All PCR reactions were run on a PTC-240 DNA Engine Tetrad 2 Cycle

All PCR reactions were run on a PTC-240 DNA Engine Tetrad 2 Cycler (MJ Research, Bio-Rad Laboratories, Copenhagen, selleck compound Denmark) and the products were verified by gel electrophoresis before proceeding to DGGE analysis. Analysis of cecal microbiota by denaturing gradient gel electrophoresis (DGGE) DGGE was carried out as previously described [41]

using a DCodeTM Universal Mutation Detection System instrument and gradient former model 475 according to the manufacturer’s instructions (Bio-Rad Labs, Hercules, California). The denaturing gradient was formed with two 9% acrylamide (acrylamide-bis 37.5:1) stock solutions (Bio-Rad) in 1 × TAE (20 mM Tris, 10 mM acetate, 0.5 M EDTA, pH 7.4). The gels were made with denaturing gradients ranging from 25 to 65% for analysis of the amplified 16S rRNA fragments. The 100% denaturant solution contained 40% formamide and 7 M urea. PCR product (13 μl) were mixed Vadimezan cost with 3 μl loading dye before loading. Gels were run in 1 × TAE at 60°C for 16 hr at 36 V, 28 mA, stained with ethidium bromide for 15 min, destained for 20 min, and viewed by UV-B trans illumination at 302 nm. The BioNumerics software, version 4.60 (Applied Maths, Sint-Martens-Latem, Belgium) was used for identification of bands and normalization of band patterns from DGGE gels.
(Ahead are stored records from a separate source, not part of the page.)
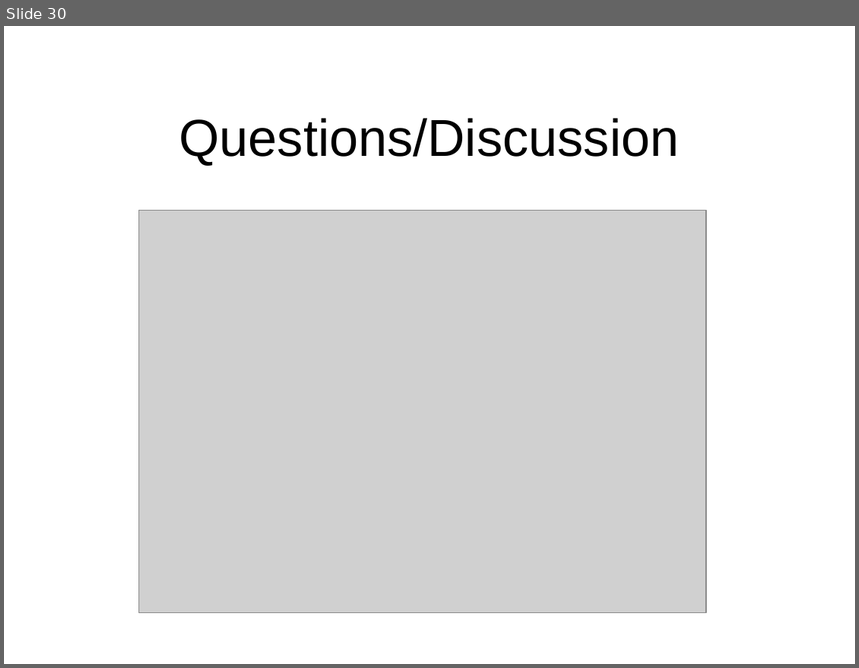
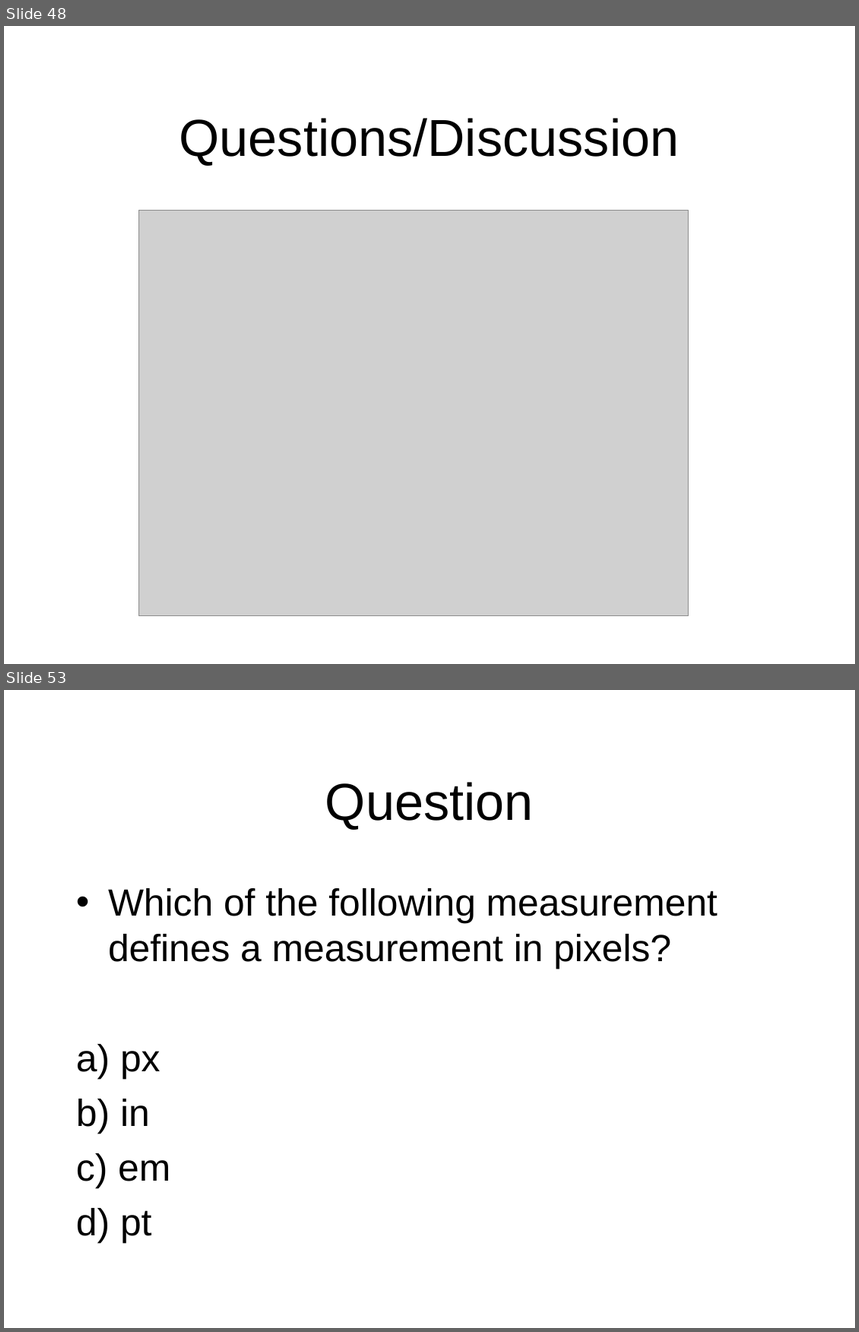
Before and after one commit to octaviordz/zjnu2017.github.io, a slide deck: WAD/lectures/050--CSS.ppt. Shown one above the other, each under a label of ours: slide 30 before the commit, slides 48 and 53 after it; the slides between them are not shown. The pictures are 859x668 and 859x1332 pixels, drawn with LibreOffice and Linux fonts; fonts in the diff are those of the drawing; grey boxes stand for pictures. Boxes give left, top, right and bottom in pixels: in the first picture for what was removed or moved away, otherwise in the second. Text is boxed around its words. In the diff, an @@ line names an element or a change of style, - is before the commit and + after.

```diff
--- a/WAD/lectures/050--CSS.ppt
+++ b/WAD/lectures/050--CSS.ppt
@@ slide 53 added at <box>4,690,855,1328</box>, background #FFFFFF @@
@@ title added at <box>325,782,534,830</box>, 44 pt, text #000000 @@
+Question
@@ text added at <box>76,888,718,1244</box>, 32 pt, text #000000 @@
+• Which of the following measurement defines a measurement in pixels?
+a) px
+b) in
+c) em
+d) pt
@@ what was slide 30 is now slide 48 @@
@@ slide 48 changed as well @@
@@ picture: place and size @@
-picture at <box>139,211,706,613</box>
+picture at <box>139,211,688,617</box>
```
Also in this commit, not shown: 6 other slides changed, 25 other slides added, 1 slide removed, 2 other files.

Pearson correlation and Principal Component Analysis (PCA) based on DGGE pattern profiles were performed using the same software. Subtraction of averages over the characters was included in the PCA analysis. Excision, cloning and sequencing of selected bands from DGGE gels Bands of specific interest were excised from DGGE gels with a sterile razor, placed in 40 μl sterile water, and incubated at 4°C for diffusion of DNA into the water. Niclosamide 33 μl of the sterile water (containing the DNA) was treated with S1 nuclease [42]. For sequencing of bands retrieved from universal DGGE gels, the S1 nuclease treated DNA was used in a PCR with HDA1/2 primers without

GC-clamp (4 min at 94°C, 20 cycles consisting of 30 s at 94°C, 30 s at 56°C, and 1 min at 68°C, and finally 7 min at 68°C). Subsequently the PCR products were directly cloned into pCR®4-TOPO (Invitrogen, Taastrup, Denmark) according to the manufacturer’s instructions, and electroporated into electrocompetent E. coli TOP10 cells (Invitrogen) with a single pulse (2500 V, 400Ω, 25 μF) by use of a Gene Pulser apparatus (Bio-Rad Laboratories, Richmond, California). Plasmid DNA was isolated from the cells using the Qiagen Mini Spin Prep kit (QIAGEN), and subjected to PCR (HDA1/2-GC) as earlier described. The PCR products were run on a DGGE gel to check the purity and confirm the melting behavior of the excised band. The inserts were sequenced by GATC (Konstanz, Germany) using primers T3 and T7. The obtained sequences were compared to known sequences in the Ribosomal Nutlin 3a Database (RDP, Michigan State University, Release 9.61), and aligned using BLAST (bl2seq) and the GenBank database.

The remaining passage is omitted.